Representantes da CUT, MST, Fetagri e FAF, todos movimentos sociais rurais, solicitaram a liberação de recursos para a construção de 2466 casas em Mato Grosso do Sul. Segundo eles, a demora no início das obras traz uma série de prejuízos. "A situação está desumana. As famílias moram em barracos de lona que, quando chove, molha dentro e quando venta, rasga a lona. Sem a casa não podemos ter energia elétrica nem outros benefícios como o Pronaf. Com essas pendências, estamos perdendo recursos porque a vaca que o ano passado custava mil hoje custa dois mil reais", esclareceu o presidente do MST estadual, Marcio Bissoli.


Quanto à demora na liberação de recursos, a presidente da CEF, Maria Fernanda, disse que entraves burocráticos estão impedindo que o processo ande mais rápido. "Como na área rural é uma parceria entre a CEF e o Incra, nós entendemos que a burocracia é muito maior porque é preciso atender exigências duplas. Acredito que, com o plano nacional de habitação, as exigências devem ser unificadas e a fonte de recursos, definida".
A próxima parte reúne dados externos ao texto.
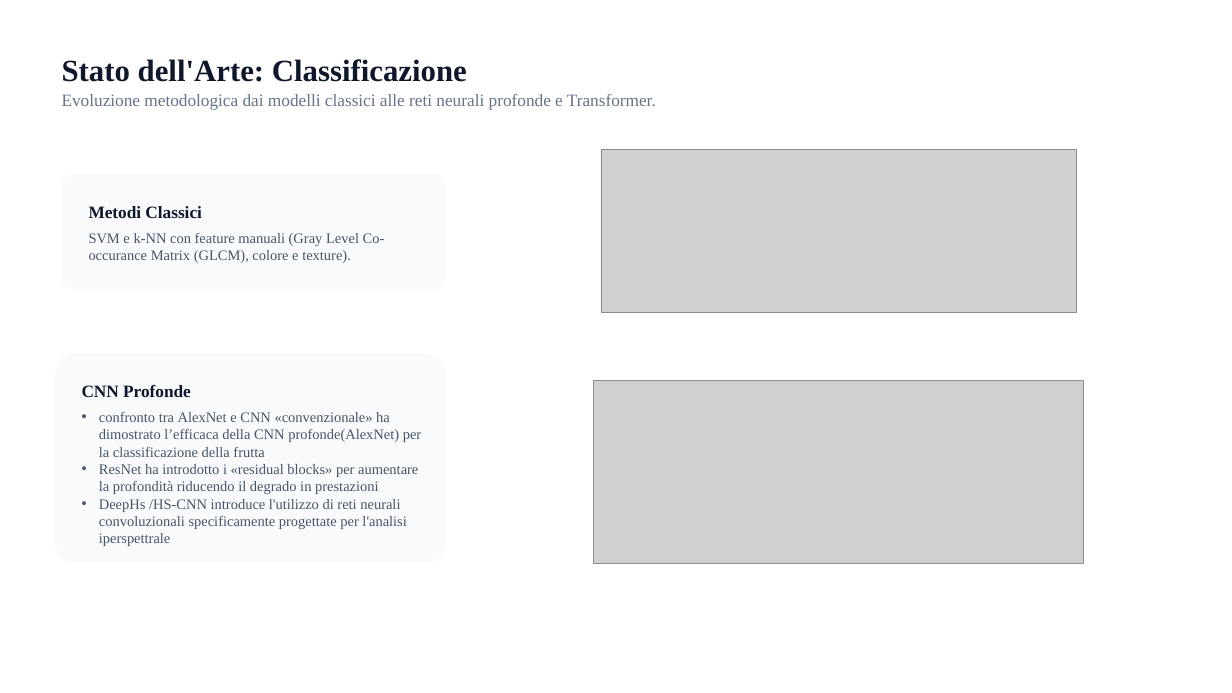
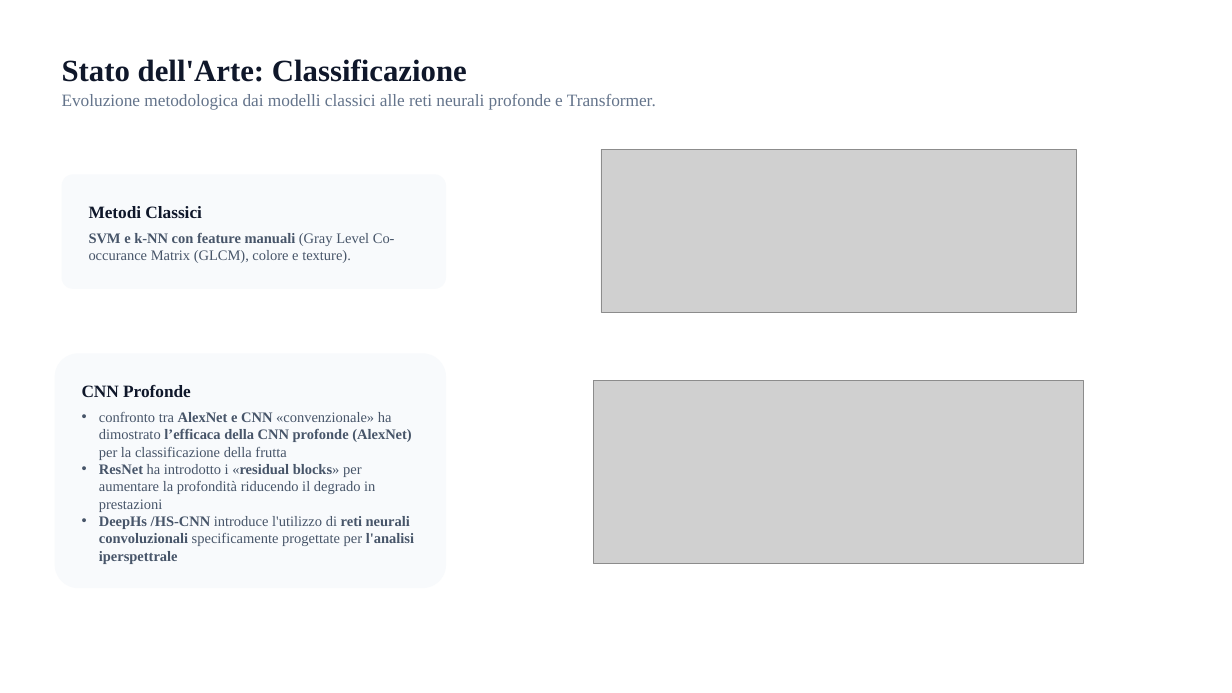
Before and after one commit to Barbera9/masterThesis, a slide deck: slide 4 of Analisi Iperspettrale e RGB per la Maturazione della Frutta.pptx. Drawn at 1232x693 pixels with LibreOffice and Linux fonts; fonts in the diff are those of the drawing; grey boxes stand for pictures. Boxes give left, top, right and bottom in pixels: in the first picture for what was removed or moved away, otherwise in the second. Text is boxed around its words. In the diff, an @@ line names an element or a change of style, - is before the commit and + after.

```diff
--- a/Analisi Iperspettrale e RGB per la Maturazione della Frutta.pptx
+++ b/Analisi Iperspettrale e RGB per la Maturazione della Frutta.pptx
@@ text "SVM e k-NN con feature ..." at <box>89,233,395,263</box>: bold on in "SVM e k-NN con feature manuali" @@
@@ rounded rectangle: place and size @@
-rounded rectangle at <box>55,353,446,563</box>
+rounded rectangle at <box>55,353,446,588</box>
@@ text at <box>99,412,411,460</box>: spaces changed @@
-• confronto tra AlexNet e CNN «convenzionale» ha dimostrato l’efficaca della CNN profonde(AlexNet) per la classificazione della frutta
+• confronto tra AlexNet e CNN «convenzionale» ha dimostrato l’efficaca della CNN profonde (AlexNet) per la classificazione della frutta
@@ text at <box>99,464,414,564</box>: bold on in "ResNet «residual blocks»", "DeepHs /HS-CNN reti neurali convoluzionali l'analisi iperspe ..." @@
```
Also in this commit, not shown: 3 other slides changed, 1 slide added.

O ministro ouviu as reivindicações e afirmou que, assim como em outros Estados, o problema deve ser resolvido em 30 dias com o Plano Nacional de Habitação. "Nós temos que resolver essa situação, é uma determinação do presidente Lula. Temos feito uma série de reuniões para resolver principalmente duas questões: o passivo de 2007, que são 31 mil casas que deveriam ter sido construídas, mas por uma série de motivos, não foram, e definir recursos para agora e para o futuro com a inclusão da habitação rural no Plano Nacional de Habitação", explicou Fortes.


Participaram da reunião os secretários de Estado de habitação, Carlos Marun e de Trabalho, Assistência Social e Economia Solidária, Tânia Mara Garib, além dos deputados federais Dagoberto Nogueira, Antonio Cruz, Geraldo Resende e Nelson Trad.